Hart goes on to say how his record company at the time told him they didn’t have the money to properly promote the record (whilst simultaneously trying to sign other, in their eyes, more lucrative acts), and so the record became somewhat of a failure as a result.  “That took a lot out of me, I guess,” Hart muses.  I imagine it would have – the record was as solid as a rock, and for me at least, it formed the basis of my love of his music.  “Well, that’s one [who likes it],” he laughs.

As a result, coupled with the fact the industry is changing so rapidly making it tricky indeed to release in the traditional sense, Hart hasn’t dropped anything of his own since, whether it be solo or with his band, Muscle Theory.  What he has been doing though, in addition to his rigorous touring regime (which sees him playing regularly around his hometown of Memphis, and also New Orleans, as well as the rest of the States and Europe) is banding together with other like-minded souls, and there have been some interesting results.

Firstly, The South Memphis String Band, a jug band of sorts comprising Hart, legendary guitarist Jimbo Mathus (Squirrel Nut Zippers) and North Mississippi Allstar, Luther Dickinson.  “Yeah, we started officially about two years ago,” he drawls.  “Unofficially, we’d been talking about it for a couple of years prior to that.  For me, it was something that I had planned for a few years, I just didn’t know who with.  I guess for the three of us, the timing was just right where none of the three of us were really doing anything, so we were like, ‘Hey, lets give this a shot’.

“We didn’t even have a set or anything and we already had gigs booked,” he goes on with a laugh.  “I recall our first gig was in Dallas, I think, so we’re driving across Arkansas trying to rehearse songs in the van.  But we’ve got a fair amount of stuff together now.”  The union quickly yielded results with the low-key release of Home Sweet Home.  “Yeah, that was towards the end of 2009,” Hart says.  It should also be noted that these three musical layabouts also have an electric incarnation of the String Band, Loose Shoes.  “Oh yeah, I don’t really remember how that came about,” says Hart.

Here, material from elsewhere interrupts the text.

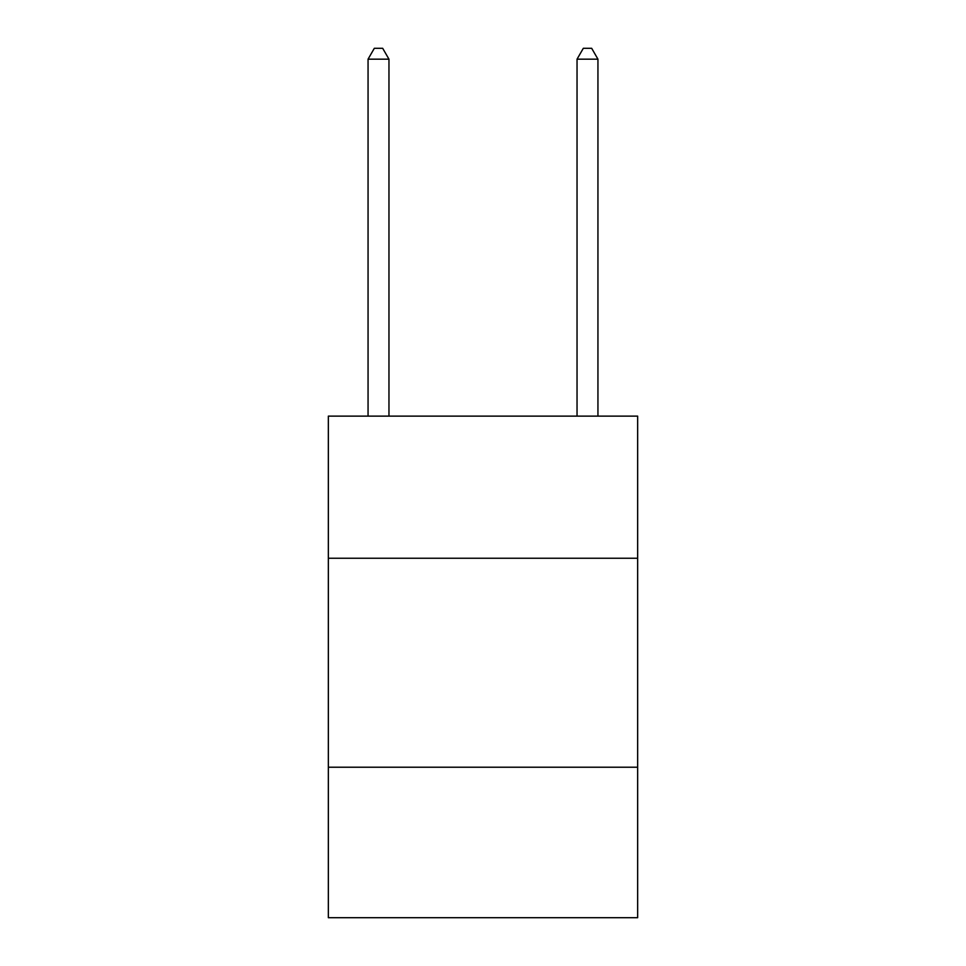<?xml version="1.0" encoding="UTF-8"?>
<svg xmlns="http://www.w3.org/2000/svg" width="966" height="966" viewBox="0 0 966 966"><rect width="100%" height="100%" fill="white"/><g stroke="black" fill="none" stroke-linecap="round" stroke-linejoin="round"><path stroke-width="1.45" d="M637.657 558.239L637.657 416.129L328.343 416.129L328.343 558.239L637.657 558.239L637.657 917.7L328.343 917.7L328.343 558.239M637.657 767.221L328.343 767.221M388.96 416.129L388.96 59.168L368.058 59.168L368.058 416.129M368.058 59.168L374.325 48.3L382.681 48.3L388.96 59.168M597.942 416.129L597.942 59.168L577.04 59.168L577.04 416.129M577.04 59.168L583.319 48.3L591.675 48.3L597.942 59.168"/></g></svg>

“We were just messing around in Jimbo’s studio one day and he had a couple of songs and he asked if we minded playing on then,” he goes on.  “So we switched instruments and played these tracks… and we recorded a few of ‘em.”  Whether or not these will eventually get released is in the lap of the gods, but you can live in hope.  In the meantime, Hart will grace Australian shores with his presence later this month, in solo mode, and he is actually working on some new material, as he tells.
“Maybe next year I’ll be able to put something together,” he muses.  “Most of them [the songs] are kinda rock tunes, you know?  There are a couple already that I’m trying to write for both formats (solo and band), try and play them different ways.”

We also live in hope of another Alvin Youngblood Hart record, although holding your breath wouldn’t be recommended.  That’s no drama though, because what’s the hurry?  For this modern bluesman, it’s about the music and where it takes you, time be damned.